Task brief: An exact transcription of all the data is the expected reply.

*** Opening Data supplied ***

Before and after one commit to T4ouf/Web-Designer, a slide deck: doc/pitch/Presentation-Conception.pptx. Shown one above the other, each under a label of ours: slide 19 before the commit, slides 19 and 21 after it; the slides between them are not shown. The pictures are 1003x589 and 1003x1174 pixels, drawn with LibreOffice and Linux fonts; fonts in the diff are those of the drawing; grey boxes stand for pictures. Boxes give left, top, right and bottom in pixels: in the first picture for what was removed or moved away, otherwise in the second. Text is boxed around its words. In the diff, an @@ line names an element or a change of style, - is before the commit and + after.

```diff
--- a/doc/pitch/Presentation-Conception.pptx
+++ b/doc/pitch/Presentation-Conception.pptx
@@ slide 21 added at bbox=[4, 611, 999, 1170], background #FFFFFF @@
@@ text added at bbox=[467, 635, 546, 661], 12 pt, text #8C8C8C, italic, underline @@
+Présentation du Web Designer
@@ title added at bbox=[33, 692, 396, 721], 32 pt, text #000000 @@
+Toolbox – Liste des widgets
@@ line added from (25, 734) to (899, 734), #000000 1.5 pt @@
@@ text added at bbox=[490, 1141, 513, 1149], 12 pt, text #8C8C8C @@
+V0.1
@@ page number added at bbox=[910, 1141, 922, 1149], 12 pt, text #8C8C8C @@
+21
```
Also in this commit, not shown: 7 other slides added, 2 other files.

*** Closing Data supplied ***

Answer to this exercise:
Before and after one commit to T4ouf/Web-Designer, a slide deck: doc/pitch/Presentation-Conception.pptx. Shown one above the other, each under a label of ours: slide 19 before the commit, slides 19 and 21 after it; the slides between them are not shown. The pictures are 1003x589 and 1003x1174 pixels, drawn with LibreOffice and Linux fonts; fonts in the diff are those of the drawing; grey boxes stand for pictures. Boxes give left, top, right and bottom in pixels: in the first picture for what was removed or moved away, otherwise in the second. Text is boxed around its words. In the diff, an @@ line names an element or a change of style, - is before the commit and + after.

```diff
--- a/doc/pitch/Presentation-Conception.pptx
+++ b/doc/pitch/Presentation-Conception.pptx
@@ slide 21 added at bbox=[4, 611, 999, 1170], background #FFFFFF @@
@@ text added at bbox=[467, 635, 546, 661], 12 pt, text #8C8C8C, italic, underline @@
+Présentation du Web Designer
@@ title added at bbox=[33, 692, 396, 721], 32 pt, text #000000 @@
+Toolbox – Liste des widgets
@@ line added from (25, 734) to (899, 734), #000000 1.5 pt @@
@@ text added at bbox=[490, 1141, 513, 1149], 12 pt, text #8C8C8C @@
+V0.1
@@ page number added at bbox=[910, 1141, 922, 1149], 12 pt, text #8C8C8C @@
+21
```
Also in this commit, not shown: 7 other slides added, 2 other files.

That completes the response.